Re: [RFC] Time to talk about StringNG merge again?

From: Alex Rousskov <rousskov_at_measurement-factory.com>
Date: Tue, 30 Jul 2013 18:53:58 -0600

On 07/30/2013 03:56 AM, Kinkie wrote:

> lp:~squid/squid/stringng-cherrypick has the most uptodate code.

I did not finish the review before running out of time, but I found one
or two bugs in r12761 (in the code I have not looked at before). There
are also a few polishing issues:

> typedef int32_t size_type;

I think we should make it unsigned. I agree with your earlier
observation that it is better to do that now rather than later or never.
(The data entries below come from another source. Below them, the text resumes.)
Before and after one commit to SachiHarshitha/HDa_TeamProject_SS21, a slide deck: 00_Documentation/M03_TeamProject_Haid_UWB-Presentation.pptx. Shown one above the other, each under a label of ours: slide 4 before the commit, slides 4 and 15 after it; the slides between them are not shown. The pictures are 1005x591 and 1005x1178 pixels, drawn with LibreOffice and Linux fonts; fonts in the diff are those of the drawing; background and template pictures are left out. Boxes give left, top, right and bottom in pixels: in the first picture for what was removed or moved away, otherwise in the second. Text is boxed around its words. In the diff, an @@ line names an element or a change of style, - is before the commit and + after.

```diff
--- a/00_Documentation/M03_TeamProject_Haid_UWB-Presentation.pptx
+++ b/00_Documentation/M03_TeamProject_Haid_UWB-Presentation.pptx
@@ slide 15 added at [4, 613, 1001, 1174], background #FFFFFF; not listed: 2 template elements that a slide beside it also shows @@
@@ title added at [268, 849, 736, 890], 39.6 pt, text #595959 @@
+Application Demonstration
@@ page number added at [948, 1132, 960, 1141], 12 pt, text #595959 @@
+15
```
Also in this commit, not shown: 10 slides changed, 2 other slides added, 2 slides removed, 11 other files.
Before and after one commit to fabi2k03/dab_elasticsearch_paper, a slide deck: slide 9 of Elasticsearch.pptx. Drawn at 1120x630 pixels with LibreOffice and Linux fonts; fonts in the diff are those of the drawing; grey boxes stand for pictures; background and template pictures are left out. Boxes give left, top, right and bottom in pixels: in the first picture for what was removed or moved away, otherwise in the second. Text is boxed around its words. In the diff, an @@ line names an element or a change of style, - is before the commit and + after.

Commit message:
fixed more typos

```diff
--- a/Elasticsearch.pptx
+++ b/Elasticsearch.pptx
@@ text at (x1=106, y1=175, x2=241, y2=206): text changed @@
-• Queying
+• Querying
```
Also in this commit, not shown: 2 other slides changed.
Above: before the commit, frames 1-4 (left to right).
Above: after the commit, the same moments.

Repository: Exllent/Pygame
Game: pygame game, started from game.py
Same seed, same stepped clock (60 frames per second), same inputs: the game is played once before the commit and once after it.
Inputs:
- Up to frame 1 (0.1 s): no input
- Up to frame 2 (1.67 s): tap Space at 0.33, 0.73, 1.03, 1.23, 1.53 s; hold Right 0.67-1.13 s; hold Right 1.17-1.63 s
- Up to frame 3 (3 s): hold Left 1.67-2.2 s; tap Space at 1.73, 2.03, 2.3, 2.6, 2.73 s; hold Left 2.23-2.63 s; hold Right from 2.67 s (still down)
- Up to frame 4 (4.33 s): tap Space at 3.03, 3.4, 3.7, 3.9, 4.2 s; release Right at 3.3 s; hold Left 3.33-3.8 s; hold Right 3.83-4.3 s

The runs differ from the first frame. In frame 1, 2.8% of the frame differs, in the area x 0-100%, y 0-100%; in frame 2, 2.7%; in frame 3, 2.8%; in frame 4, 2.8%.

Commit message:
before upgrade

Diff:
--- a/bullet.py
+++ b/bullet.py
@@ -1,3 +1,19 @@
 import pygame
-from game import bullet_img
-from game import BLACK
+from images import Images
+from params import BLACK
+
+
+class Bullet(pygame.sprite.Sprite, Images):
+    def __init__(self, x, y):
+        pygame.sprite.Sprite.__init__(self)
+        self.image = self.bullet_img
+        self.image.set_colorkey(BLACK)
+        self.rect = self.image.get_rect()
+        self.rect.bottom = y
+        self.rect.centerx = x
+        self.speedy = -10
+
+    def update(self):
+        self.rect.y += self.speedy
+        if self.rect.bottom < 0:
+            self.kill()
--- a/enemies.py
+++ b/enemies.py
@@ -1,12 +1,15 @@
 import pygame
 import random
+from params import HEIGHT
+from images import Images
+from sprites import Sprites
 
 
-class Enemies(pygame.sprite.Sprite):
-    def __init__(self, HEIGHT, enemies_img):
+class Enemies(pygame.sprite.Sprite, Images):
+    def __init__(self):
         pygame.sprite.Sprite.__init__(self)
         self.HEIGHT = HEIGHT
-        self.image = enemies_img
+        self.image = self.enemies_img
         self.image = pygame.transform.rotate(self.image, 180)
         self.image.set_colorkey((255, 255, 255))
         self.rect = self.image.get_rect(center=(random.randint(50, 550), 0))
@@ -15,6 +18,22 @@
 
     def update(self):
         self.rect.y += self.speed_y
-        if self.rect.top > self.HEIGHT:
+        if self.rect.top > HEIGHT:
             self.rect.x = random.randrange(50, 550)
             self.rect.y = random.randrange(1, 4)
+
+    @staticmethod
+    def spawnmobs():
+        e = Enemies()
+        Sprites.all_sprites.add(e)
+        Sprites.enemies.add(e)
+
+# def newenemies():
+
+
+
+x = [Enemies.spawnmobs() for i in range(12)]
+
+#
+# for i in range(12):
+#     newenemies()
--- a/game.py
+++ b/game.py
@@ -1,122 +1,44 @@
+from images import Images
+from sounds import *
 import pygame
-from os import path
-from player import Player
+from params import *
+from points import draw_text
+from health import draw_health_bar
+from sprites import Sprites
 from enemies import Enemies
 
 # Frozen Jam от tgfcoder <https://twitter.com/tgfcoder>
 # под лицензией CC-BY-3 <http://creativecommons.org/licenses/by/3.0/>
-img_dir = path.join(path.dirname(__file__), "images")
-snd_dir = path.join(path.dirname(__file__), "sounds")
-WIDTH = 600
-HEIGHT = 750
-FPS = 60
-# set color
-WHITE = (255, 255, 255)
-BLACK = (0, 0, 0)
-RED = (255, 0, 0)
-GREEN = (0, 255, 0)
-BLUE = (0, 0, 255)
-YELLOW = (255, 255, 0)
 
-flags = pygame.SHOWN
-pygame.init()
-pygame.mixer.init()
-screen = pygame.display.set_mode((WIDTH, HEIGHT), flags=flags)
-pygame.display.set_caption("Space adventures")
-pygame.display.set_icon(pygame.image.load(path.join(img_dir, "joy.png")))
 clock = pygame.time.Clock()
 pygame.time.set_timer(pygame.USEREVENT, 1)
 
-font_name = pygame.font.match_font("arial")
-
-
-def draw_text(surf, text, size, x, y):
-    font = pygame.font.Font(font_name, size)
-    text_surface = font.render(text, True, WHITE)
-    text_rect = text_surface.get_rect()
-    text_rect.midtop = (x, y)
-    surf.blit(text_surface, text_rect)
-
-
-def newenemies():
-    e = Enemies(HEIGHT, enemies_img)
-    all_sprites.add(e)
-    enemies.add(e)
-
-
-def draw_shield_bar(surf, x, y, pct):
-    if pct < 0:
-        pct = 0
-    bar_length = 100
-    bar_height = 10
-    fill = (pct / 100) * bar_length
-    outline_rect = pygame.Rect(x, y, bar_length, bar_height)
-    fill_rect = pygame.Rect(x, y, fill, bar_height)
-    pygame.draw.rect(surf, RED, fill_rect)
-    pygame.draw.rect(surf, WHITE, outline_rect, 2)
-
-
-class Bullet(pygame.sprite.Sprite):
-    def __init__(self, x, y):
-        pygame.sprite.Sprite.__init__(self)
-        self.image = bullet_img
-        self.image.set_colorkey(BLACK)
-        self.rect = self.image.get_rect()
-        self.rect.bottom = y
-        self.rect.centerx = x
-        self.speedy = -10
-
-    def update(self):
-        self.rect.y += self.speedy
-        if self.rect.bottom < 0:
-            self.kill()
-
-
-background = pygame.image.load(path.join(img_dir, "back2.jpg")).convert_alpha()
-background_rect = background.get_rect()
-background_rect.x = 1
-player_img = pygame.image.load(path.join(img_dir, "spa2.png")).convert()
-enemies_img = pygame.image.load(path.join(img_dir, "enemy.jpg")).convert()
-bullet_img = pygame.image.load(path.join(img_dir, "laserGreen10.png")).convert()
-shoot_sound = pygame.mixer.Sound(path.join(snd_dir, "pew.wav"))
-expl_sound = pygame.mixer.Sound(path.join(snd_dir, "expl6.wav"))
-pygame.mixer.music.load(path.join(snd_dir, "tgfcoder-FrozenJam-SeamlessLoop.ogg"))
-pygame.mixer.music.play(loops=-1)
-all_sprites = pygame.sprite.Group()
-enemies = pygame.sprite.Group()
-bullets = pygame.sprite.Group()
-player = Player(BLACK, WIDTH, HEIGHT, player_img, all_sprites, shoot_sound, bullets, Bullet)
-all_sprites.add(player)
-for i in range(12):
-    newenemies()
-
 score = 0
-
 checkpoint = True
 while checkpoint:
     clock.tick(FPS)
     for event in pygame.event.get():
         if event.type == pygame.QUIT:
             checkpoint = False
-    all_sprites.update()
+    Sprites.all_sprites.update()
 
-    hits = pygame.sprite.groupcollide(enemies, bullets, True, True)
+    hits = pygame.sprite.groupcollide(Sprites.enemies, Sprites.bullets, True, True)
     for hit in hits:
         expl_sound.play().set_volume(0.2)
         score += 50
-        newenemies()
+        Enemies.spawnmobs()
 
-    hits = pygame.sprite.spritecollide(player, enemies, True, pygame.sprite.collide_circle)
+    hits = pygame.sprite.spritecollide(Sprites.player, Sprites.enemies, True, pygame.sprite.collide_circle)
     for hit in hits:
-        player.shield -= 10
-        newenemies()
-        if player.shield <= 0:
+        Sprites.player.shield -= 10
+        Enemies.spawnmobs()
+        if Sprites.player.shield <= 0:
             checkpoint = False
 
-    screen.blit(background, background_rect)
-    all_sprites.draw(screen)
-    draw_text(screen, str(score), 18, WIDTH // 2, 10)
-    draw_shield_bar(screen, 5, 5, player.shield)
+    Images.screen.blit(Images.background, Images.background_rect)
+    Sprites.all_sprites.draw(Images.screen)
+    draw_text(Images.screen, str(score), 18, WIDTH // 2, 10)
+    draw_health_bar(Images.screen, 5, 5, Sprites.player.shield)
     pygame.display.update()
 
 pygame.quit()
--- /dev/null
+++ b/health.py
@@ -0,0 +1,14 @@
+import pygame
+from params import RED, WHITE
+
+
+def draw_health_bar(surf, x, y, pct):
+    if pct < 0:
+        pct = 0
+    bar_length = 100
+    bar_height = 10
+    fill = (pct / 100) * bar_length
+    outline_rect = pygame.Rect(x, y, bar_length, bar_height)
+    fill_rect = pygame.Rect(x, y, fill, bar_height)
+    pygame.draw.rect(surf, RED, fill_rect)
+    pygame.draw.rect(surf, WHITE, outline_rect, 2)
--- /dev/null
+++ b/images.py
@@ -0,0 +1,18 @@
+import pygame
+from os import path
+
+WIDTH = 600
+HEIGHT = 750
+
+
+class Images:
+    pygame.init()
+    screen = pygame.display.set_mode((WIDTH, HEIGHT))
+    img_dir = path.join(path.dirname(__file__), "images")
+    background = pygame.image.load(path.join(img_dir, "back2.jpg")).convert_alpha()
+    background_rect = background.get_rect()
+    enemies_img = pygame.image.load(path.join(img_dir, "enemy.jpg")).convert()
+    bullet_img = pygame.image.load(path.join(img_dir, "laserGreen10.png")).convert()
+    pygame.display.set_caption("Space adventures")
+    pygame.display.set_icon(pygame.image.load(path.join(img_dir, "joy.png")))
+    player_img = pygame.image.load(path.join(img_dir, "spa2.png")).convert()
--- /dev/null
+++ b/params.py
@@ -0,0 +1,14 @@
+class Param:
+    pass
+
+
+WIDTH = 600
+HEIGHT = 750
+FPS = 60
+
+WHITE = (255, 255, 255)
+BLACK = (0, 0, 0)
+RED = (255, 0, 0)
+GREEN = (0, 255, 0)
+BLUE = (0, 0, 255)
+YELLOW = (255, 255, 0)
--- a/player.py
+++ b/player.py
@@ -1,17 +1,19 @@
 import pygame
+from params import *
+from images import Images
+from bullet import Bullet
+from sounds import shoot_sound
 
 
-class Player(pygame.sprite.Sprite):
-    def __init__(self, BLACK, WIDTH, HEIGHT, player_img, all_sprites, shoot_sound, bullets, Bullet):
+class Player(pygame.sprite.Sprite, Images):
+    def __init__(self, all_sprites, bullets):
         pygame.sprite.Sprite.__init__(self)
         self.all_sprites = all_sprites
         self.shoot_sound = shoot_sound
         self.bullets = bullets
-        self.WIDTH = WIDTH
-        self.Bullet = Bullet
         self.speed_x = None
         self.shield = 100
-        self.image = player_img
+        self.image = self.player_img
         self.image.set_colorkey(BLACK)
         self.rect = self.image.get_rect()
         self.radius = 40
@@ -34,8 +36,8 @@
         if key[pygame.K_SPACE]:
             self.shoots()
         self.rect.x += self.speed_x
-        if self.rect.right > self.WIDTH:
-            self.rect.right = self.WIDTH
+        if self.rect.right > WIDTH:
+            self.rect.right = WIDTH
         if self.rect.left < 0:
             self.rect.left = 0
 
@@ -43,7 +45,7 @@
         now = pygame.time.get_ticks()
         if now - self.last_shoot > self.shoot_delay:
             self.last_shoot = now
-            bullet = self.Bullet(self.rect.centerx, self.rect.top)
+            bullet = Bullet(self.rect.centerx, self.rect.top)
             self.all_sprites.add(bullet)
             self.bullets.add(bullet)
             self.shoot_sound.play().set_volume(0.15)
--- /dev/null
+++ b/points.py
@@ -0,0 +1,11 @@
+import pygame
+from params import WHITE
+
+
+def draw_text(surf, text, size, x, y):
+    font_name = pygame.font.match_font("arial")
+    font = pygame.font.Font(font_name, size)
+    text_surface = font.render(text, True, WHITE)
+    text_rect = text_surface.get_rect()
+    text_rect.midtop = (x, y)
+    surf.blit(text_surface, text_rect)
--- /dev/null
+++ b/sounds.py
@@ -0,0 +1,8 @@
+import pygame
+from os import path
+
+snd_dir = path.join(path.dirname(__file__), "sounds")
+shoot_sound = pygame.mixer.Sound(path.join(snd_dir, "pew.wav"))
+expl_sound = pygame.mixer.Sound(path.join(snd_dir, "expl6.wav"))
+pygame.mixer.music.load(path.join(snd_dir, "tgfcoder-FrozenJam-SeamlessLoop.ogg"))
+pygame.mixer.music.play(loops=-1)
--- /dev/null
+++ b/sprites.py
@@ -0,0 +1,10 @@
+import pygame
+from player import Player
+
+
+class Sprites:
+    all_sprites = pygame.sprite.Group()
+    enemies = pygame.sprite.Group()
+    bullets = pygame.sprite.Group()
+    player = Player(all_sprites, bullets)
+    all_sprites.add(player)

> void reserveSpace(size_type minSpace) {reserveCapacity(length()+minSpace);}

As I mentioned before, this lacks overflow control if the sum of
length() and minSpace exceeds size_type maximum. Please add a check.

> cow(minSpace+length());

Same here, in rawSpace().

> /** Request to extend the SBuf's free store space.
> /** Request to resize the SBuf's store capacity

The caller does not really request to extend or resize the store because
they do not normally know what the store size is. I suggest replacing
"extend" and "resize" with "guarantee".

> * This method can also be used to prepare the SBuf by preallocating a
> * predefined amount of free space; this may help to optimize subsequent
> * calls to SBuf::append or similar methods. In this case the returned
> * pointer should be ignored.
...
> char *rawSpace(size_type minSize);

Please remove that part of the comment. You can say "See also:
reserveSpace()" if you want.

However, I would _add_ something like this:

    Unlike reserveSpace(), this method does not guarantee exclusive
    buffer ownership. It is instead optimized for a one writer
    (appender), many readers scenario by avoiding unnecessary
    copying and allocations.

> //reserve twice the format-string size, it's a likely heuristic
> rawSpace(strlen(fmt)*2);
>
> while (length() <= maxSize) {
...
> sz = vsnprintf(bufEnd(), store_->spaceSize(), fmt, ap);

The above does not illustrate how to use rawSpace() well. We do not have
to provide good examples in lower level code, but I think it is a good
idea to eat our own dog food. The above code should probably be rewritten as

     // heuristic: we will need twice as much space as the format
     const size_type minSpace = strlen(fmt)*2;

     while (length() <= maxSize) {
...
         const char *space = rawSpace(minSpace);
         sz = vsnprintf(space, spaceSize(), fmt, ap);

BTW, please add SBuf::spaceSize() as a public method so that
optimization like the above will work. Otherwise, non-privileged users
will have to write

    foobar(buf.rawSpace(minSize), minSize);

instead of getting an advantage of the actual space size being larger
than the requested minimum.

> if (sz >= static_cast<int>(store_->spaceSize()))
> rawSpace(sz*2); // TODO: tune heuristics

I would use reserveSpace() here instead of ignoring rawSpace() result
because we know the buffer needs to be reallocated at this point, right?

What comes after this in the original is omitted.